Would you reproduce the data below exactly, please, leaving out its images?

• _MATERIAL FOR THIS EXERCISE_
====

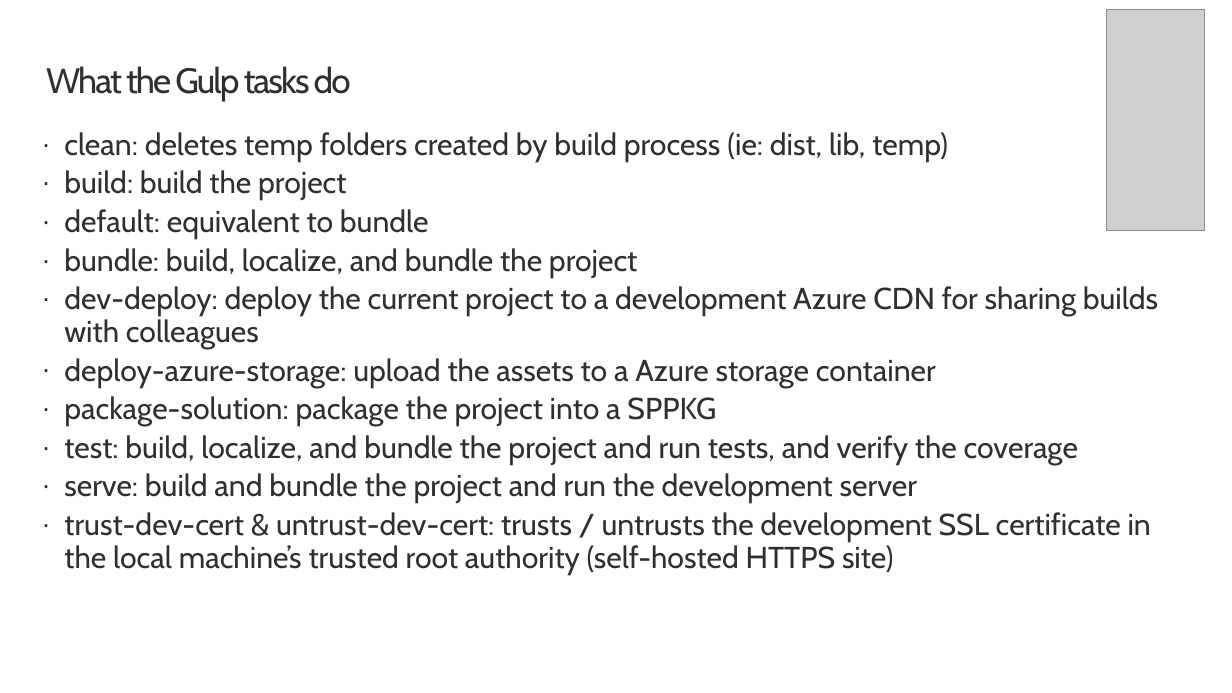
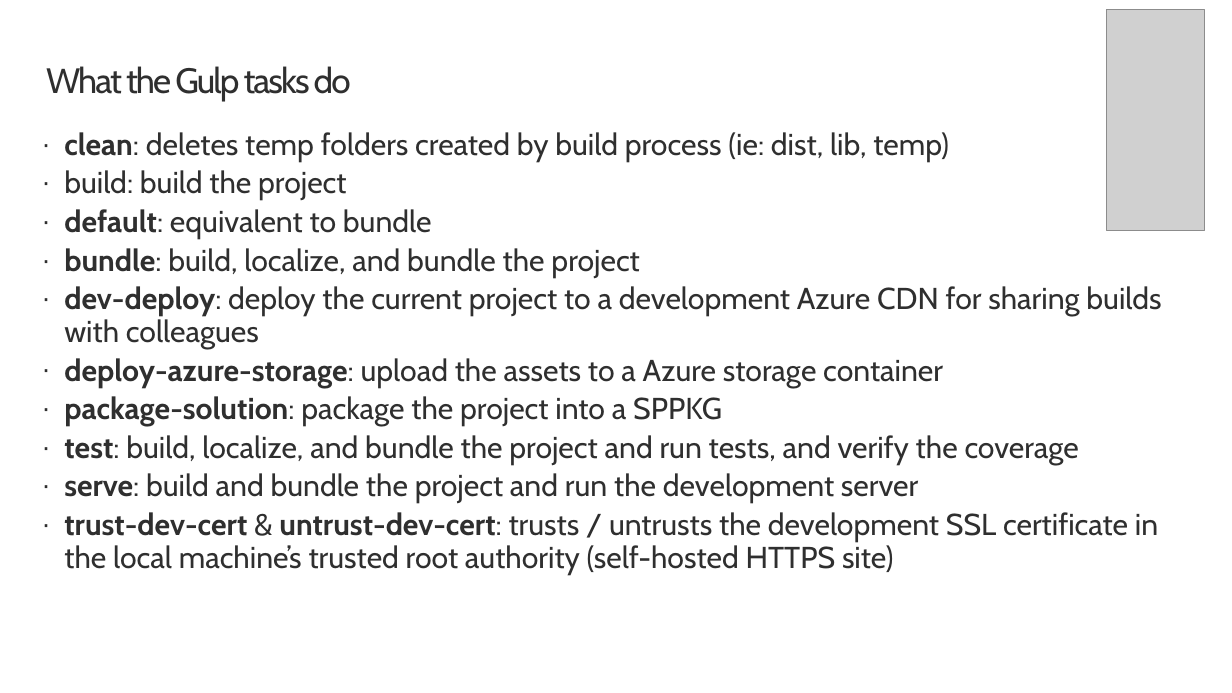
Before and after one commit to renahorton218/SharePoint-spfx-web-parts, a slide deck: slide 10 of 01-intro.pptx (slide 11 before the commit). Drawn at 1232x693 pixels with LibreOffice and Linux fonts; fonts in the diff are those of the drawing; grey boxes stand for pictures; background and template pictures are left out. Boxes give left, top, right and bottom in pixels: in the first picture for what was removed or moved away, otherwise in the second. Text is boxed around its words. In the diff, an @@ line names an element or a change of style, - is before the commit and + after.

```diff
--- a/01-intro.pptx
+++ b/01-intro.pptx
@@ text at [64,132,1161,575]: bold on in "clean:", "default:", "bundle:", "dev-deploy:" and 5 more places @@
```
Also in this commit, not shown: 2 other slides changed, 1 slide removed, 39 other files.

====

• _EXERCISE ANSWER_
Before and after one commit to renahorton218/SharePoint-spfx-web-parts, a slide deck: slide 10 of 01-intro.pptx (slide 11 before the commit). Drawn at 1232x693 pixels with LibreOffice and Linux fonts; fonts in the diff are those of the drawing; grey boxes stand for pictures; background and template pictures are left out. Boxes give left, top, right and bottom in pixels: in the first picture for what was removed or moved away, otherwise in the second. Text is boxed around its words. In the diff, an @@ line names an element or a change of style, - is before the commit and + after.

```diff
--- a/01-intro.pptx
+++ b/01-intro.pptx
@@ text at [64,132,1161,575]: bold on in "clean:", "default:", "bundle:", "dev-deploy:" and 5 more places @@
```
Also in this commit, not shown: 2 other slides changed, 1 slide removed, 39 other files.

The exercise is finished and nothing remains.